Bethel Music's live album, We Will Not Be Shaken was produced by Bobby Strand and Chris Greely, and introduces 11 original songs led by the Bethel Music Artist Collective, including Brian Johnson, Jenn Johnson, Hunter Thompson, Amanda Cook and Matt Stinton, as well as debut artists Kalley Heiligenthal, Hannah McClure, Paul McClure, Jonathan David Helser and Melissa Helser.
We Will Not Be Shaken was intended as a catalyst for other worship communities to remain steadfast in their faith no matter what the circumstances. The title track was inspired in a spontaneous moment of worship during a Sunday service and highlights God's enduring promises during times of trouble.
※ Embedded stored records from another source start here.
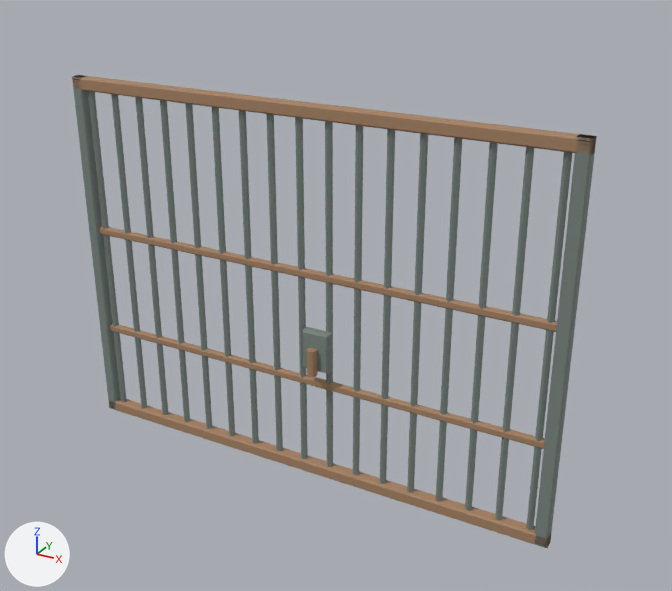
The FBX model Assets/Resources/CombatWarehouse/Gate.fbx: old version first, new version second.
Camera for both pictures: a 50 mm lens placed at (3.33, -5.52, 4.37), pointed at (0.28, 0.02, 1.59). Every picture has the same lights, and +X, +Y and +Z are marked at lower left. The picture after the commit comes second. Objects named as collision shapes, trigger or cutter boxes, shadow casters or lower levels of detail are left out. Where no turn or scale is listed for an object, it has been applied to the vertices.

The first picture shows 'GateCrossbars__Rust', 'GateFrame__Rust', 'GateFrame__Steel', 'Latch__Rust', 'Latch__Steel', 'VerticalBars__Steel'.
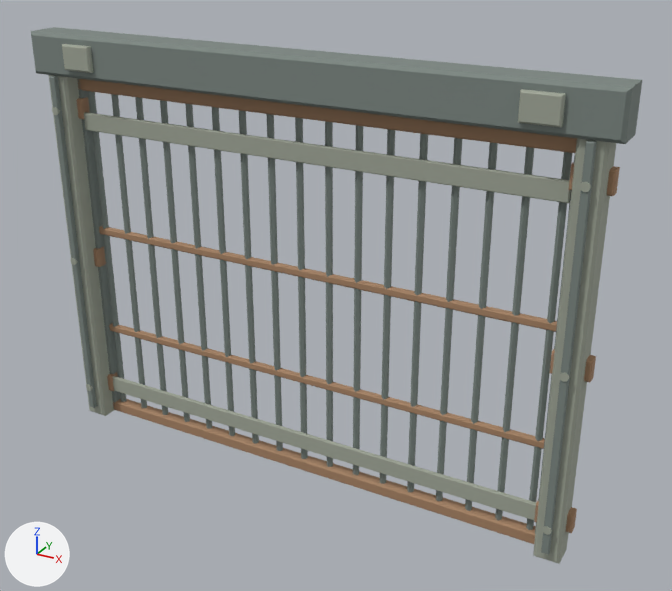
Boxes (x1, y1, x2, y2) around the edits, measured in the pictures (672 x 591 px):
'DriveHeader__Steel', added: after (31, 27, 642, 144)
'LeafBands__WornSteel', added: after (84, 112, 571, 520)
'LiftGuides__WornSteel', added: after (49, 75, 616, 564)
'GuideSlots__Steel', added: after (49, 76, 597, 555)
'ShaftBearings__WornSteel', added: after (62, 44, 566, 127)
'GuideMounts__Rust', added: after (76, 97, 620, 533)
'Latch__Steel', deleted: before (303, 327, 332, 374)
'GuideBolts__WornSteel', added: after (52, 107, 591, 535)
'Latch__Rust', deleted: before (307, 348, 317, 377)
'GateFrame__Steel', unchanged, covered by the edit: before (72, 75, 596, 548); after (77, 78, 575, 533)

The change in detail:
Material 'Fair_WornSteel' (mat_fair_wornsteel) is new.
Its base color is (0.36, 0.39, 0.32) (grey #a2a899).
Its roughness is 0.8.
Mesh me_gate_shaftbearings__wornsteel is new.
It has 32 vertices, 28 faces and spans x -1.91..1.91, y -0.26..-0.2, z 3.1..3.28.
It uses material mat_fair_wornsteel (grey #a2a899).
Mesh me_gate_driveheader__steel is new.
It has 16 vertices, 14 faces and spans x -2.27..2.27, y -0.22..0.08, z 3.03..3.35.
It uses material mat_fair_steel (grey #7c8681).
Mesh me_gate_liftguides__wornsteel is new.
It has 32 vertices, 28 faces and spans x -2.18..2.18, y -0.18..0.04, z 0.0..3.12.
It uses material mat_fair_wornsteel (grey #a2a899).
Mesh me_gate_leafbands__wornsteel is new.
It has 32 vertices, 28 faces and spans x -1.95..1.95, y -0.06..-0.03, z 0.22..2.73.
It uses material mat_fair_wornsteel (grey #a2a899).
Mesh me_gate_guidebolts__wornsteel is new.
It is an 8-sided cylinder along y spanning x -2.11..-2.05, y -0.23..-0.21, z 0.27..0.33; an 8-sided cylinder along y spanning x -2.11..-2.05, y -0.23..-0.21, z 1.47..1.53; an 8-sided cylinder along y spanning x -2.11..-2.05, y -0.23..-0.21, z 2.73..2.79; an 8-sided cylinder along y spanning x 2.05..2.11, y -0.23..-0.21, z 0.27..0.33; an 8-sided cylinder along y spanning x 2.05..2.11, y -0.23..-0.21, z 1.47..1.53; an 8-sided cylinder along y spanning x 2.05..2.11, y -0.23..-0.21, z 2.73..2.79.
It uses material mat_fair_wornsteel (grey #a2a899).
Mesh me_gate_guideslots__steel is new.
It has 32 vertices, 28 faces and spans x -2.11..2.11, y -0.22..-0.18, z 0.1..3.02.
It uses material mat_fair_steel (grey #7c8681).
Mesh me_gate_guidemounts__rust is new.
It has 96 vertices, 84 faces and spans x -2.21..2.21, y -0.08..0.02, z 0.22..2.84.
It uses material mat_fair_rust (brown #a88465).
Object 'Latch__Steel' (ob_latch__steel) is deleted.
Object 'Latch__Rust' (ob_latch__rust) is deleted.
Object 'ShaftBearings__WornSteel' (ob_shaftbearings__wornsteel) is new; it shows me_gate_shaftbearings__wornsteel.
Its location is (0.0, 0.0, 0.0).
Object 'DriveHeader__Steel' (ob_driveheader__steel) is new; it shows me_gate_driveheader__steel.
Its location is (0.0, 0.0, 0.0).
Object 'LiftGuides__WornSteel' (ob_liftguides__wornsteel) is new; it shows me_gate_liftguides__wornsteel.
Its location is (0.0, 0.0, 0.0).
Object 'LeafBands__WornSteel' (ob_leafbands__wornsteel) is new; it shows me_gate_leafbands__wornsteel.
Its location is (0.0, 0.0, 0.0).
Object 'GuideBolts__WornSteel' (ob_guidebolts__wornsteel) is new; it shows me_gate_guidebolts__wornsteel.
Its location is (0.0, 0.0, 0.0).
Object 'GuideSlots__Steel' (ob_guideslots__steel) is new; it shows me_gate_guideslots__steel.
Its location is (0.0, 0.0, 0.0).
Object 'GuideMounts__Rust' (ob_guidemounts__rust) is new; it shows me_gate_guidemounts__rust.
Its location is (0.0, 0.0, 0.0).

CCM Magazine also lauded the album, saying that there "is quite a bit of buzz surrounding the anticipated release from Bethel Music...and it's all warranted. This is an album that simply soars above the rest... Every track holds a different aspect of beauty...flawless." Christian Review Magazine gave it a five-star review saying the album is an "out-and-out worship release on which each track contains lyrics that praise and glorify God, and point toward His faithfulness, love and grace."
NewReleaseTuesday.com for its part loves the "anointed lyrics that are both emotionally stirring and grounded in truth alongside musical atmospheres that quiet the soul while simultaneously clearing space for God to speak."
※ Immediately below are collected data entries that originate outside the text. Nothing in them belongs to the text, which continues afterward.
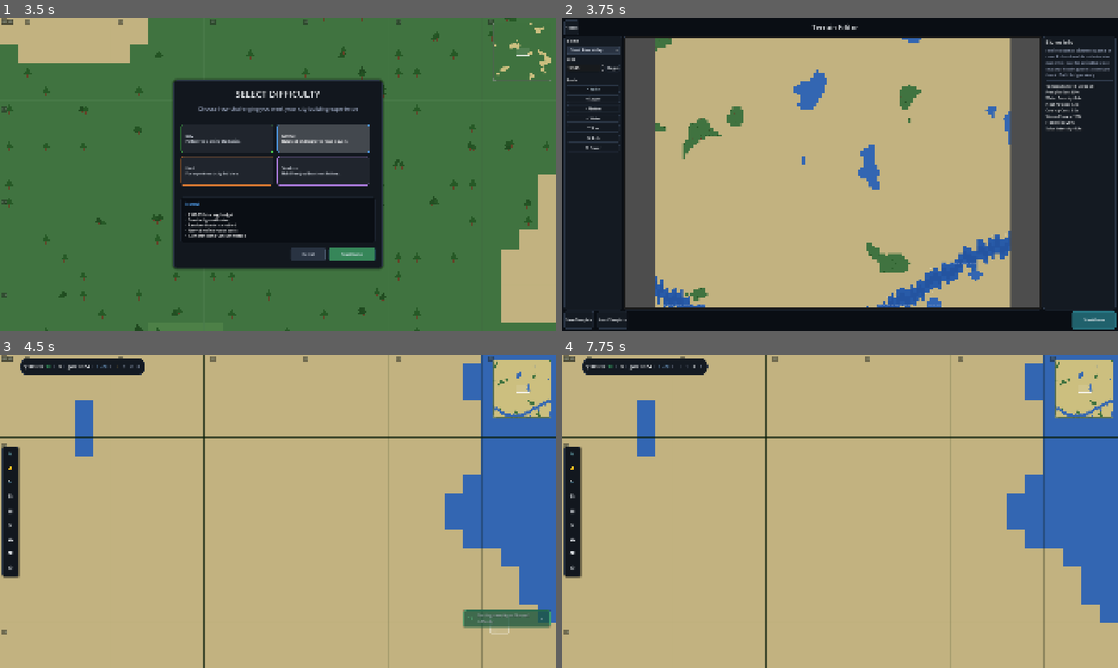
Above: before the commit, frames 1-4 (two rows, left to right).
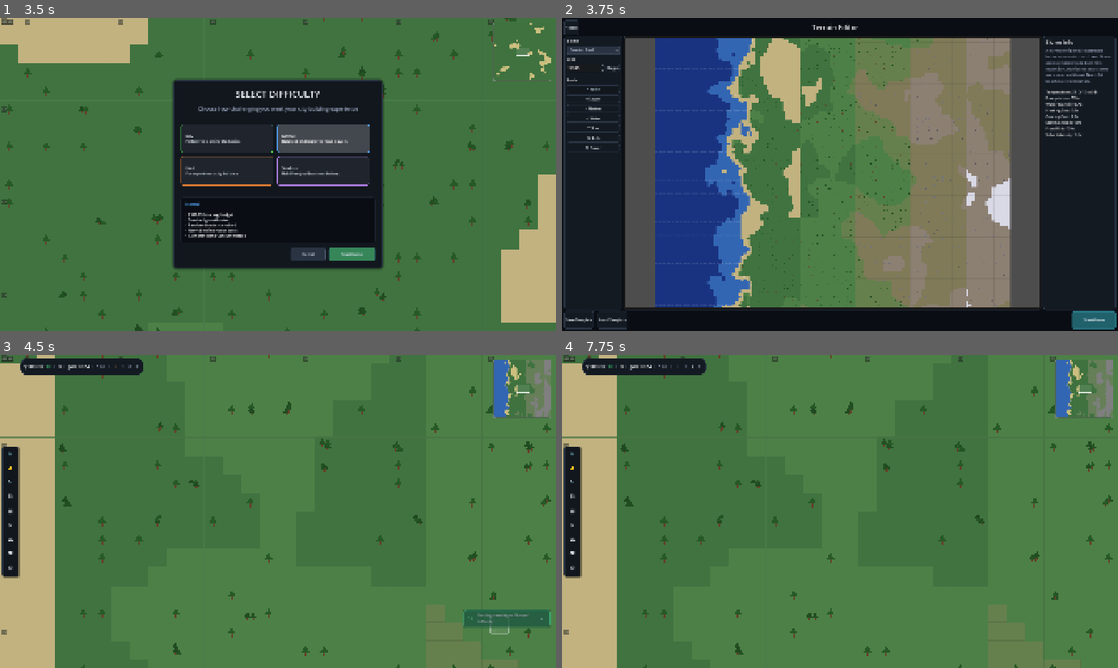
Above: after the commit, the same moments.

Repository: oudsteyn/silicon-springs
Game: Godot game, scene res://scenes/main.tscn
The game is run twice, just before and just after one commit, with the same random seed, the same clock (stepped at 60 frames per second) and the same inputs.
Inputs:
- Up to frame 1 (3.5 s): click "Easy Perfect for learning the…" at 0.5 s; click "Easy Perfect for learning the…" at 1.25 s; click "Normal Balanced challenge for…" at 2 s; click "Normal Balanced challenge for…" at 2.75 s
- Up to frame 2 (3.75 s): click "Start Game" at 3.5 s
- Up to frame 3 (4.5 s): click "Start Game" at 4.25 s
- Up to frame 4 (7.75 s): click ">" at 5 s; click "1" at 5.75 s; click "||" at 6.5 s; click "2" at 7.25 s

Frame 1 is identical in both runs. In frame 2, 53% of the frame differs, in the area x 2-100%, y 6-93%; in frame 3, 89%; in frame 4, 89%, in the area x 0-100%, y 0-100%.

Commit message:
Change default biome to coastal shelf
Co-Authored-By: Claude Opus 4.5 <noreply@anthropic.com>

Diff:
--- a/src/ui/terrain_editor.gd
+++ b/src/ui/terrain_editor.gd
@@ -54,8 +54,8 @@
 		dir.list_dir_end()
 
 	# Set default biome
-	if biome_presets.has("great_river_valley"):
-		current_biome_id = "great_river_valley"
+	if biome_presets.has("coastal_shelf"):
+		current_biome_id = "coastal_shelf"
 	elif biome_presets.size() > 0:
 		current_biome_id = biome_presets.keys()[0]
 
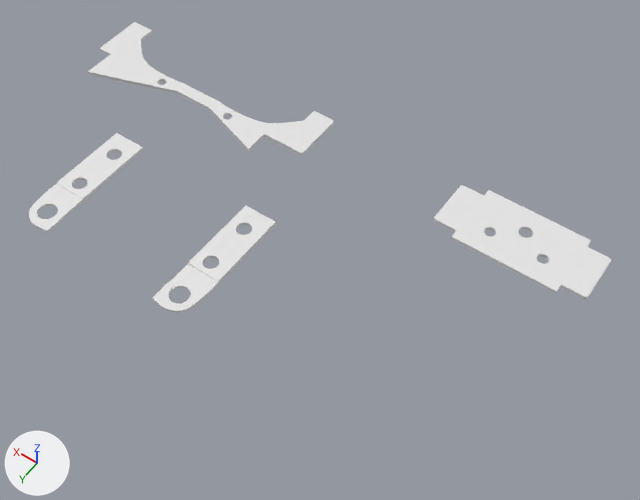
A saved change to the Blender file CNC/camTEST.blend.
Before and after are seen from a 50 mm camera at (0.014, 0.211, 0.212) aimed at (0.1142, 0.0709, -0.0082). The axes (+X, +Y, +Z) are drawn at lower left. The lights are the same throughout.

Names of what the first picture shows: 'AR9plateA', 'AR9plateB', 'frontRail', 'rearRail'.
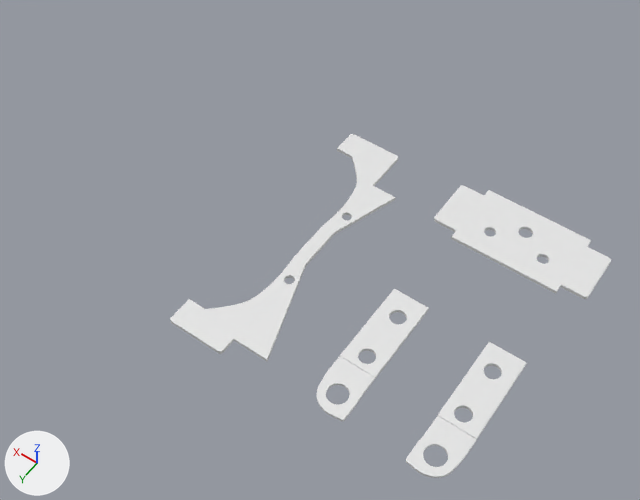
Commit message: cam operations 1-4 seperate gcode test 18 gauge steel

Boxes (x1, y1, x2, y2) around the edits, measured in the pictures (640 x 500 px):
'rearRail', moved, turned
    before: (88, 22, 334, 155)
    after: (170, 134, 398, 361)
'AR9plateA', moved
    before: (153, 205, 276, 312)
    after: (406, 342, 527, 478)
'AR9plateB', moved
    before: (29, 133, 143, 232)
    after: (317, 289, 429, 421)

Diff of the bpy script that builds the scene:
```diff
--- a/CNC/camTEST.blend.py
+++ b/CNC/camTEST.blend.py
@@ ob_rearrail @@
 ob_rearrail = bpy.data.objects.new('rearRail', me_rearrail)
-ob_rearrail.location = (0.4335, -0.3408, 0.0)
+ob_rearrail.location = (0.4992, 0.3237, 0.0)
+ob_rearrail.rotation_euler = (0.0, 0.0, 1.571)  # degrees (0, 0, 90)
 ob_rearrail.scale = (0.001, 0.001, 0.001)
@@ ob_ar9plateb @@
 ob_ar9plateb = bpy.data.objects.new('AR9plateB', me_ar9plateb)
-ob_ar9plateb.location = (0.1835, 0.075, 0.0)
+ob_ar9plateb.location = (0.0724, 0.075, 0.0)
 ob_ar9plateb.scale = (0.01, 0.01, 0.00126)
@@ ob_ar9platea @@
 ob_ar9platea = bpy.data.objects.new('AR9plateA', me_ar9platea)
-ob_ar9platea.location = (0.128, 0.075, 0.0)
+ob_ar9platea.location = (0.0411, 0.075, 0.0)
 ob_ar9platea.scale = (0.01, 0.01, 0.00126)
```

You Make Me Brave was recorded live at Redding's Civic Auditorium during Bethel Church's women's conference in the summer of 2013. The album features female worship leaders Jenn Johnson, Kari Jobe, Amanda Cook, Kristene DiMarco and more. According to The Church Collective, it is "classic Bethel", with 3 of the 12 tracks recorded during spontaneous moments of worship. Their reviewer goes on to say that "the worship leaders from Bethel seriously outdo themselves with their musical influence, heavy synth, and wisely put-together arrangements of songs." Produced by Gabriel Solomon Wilson & Daniel Mackenzie.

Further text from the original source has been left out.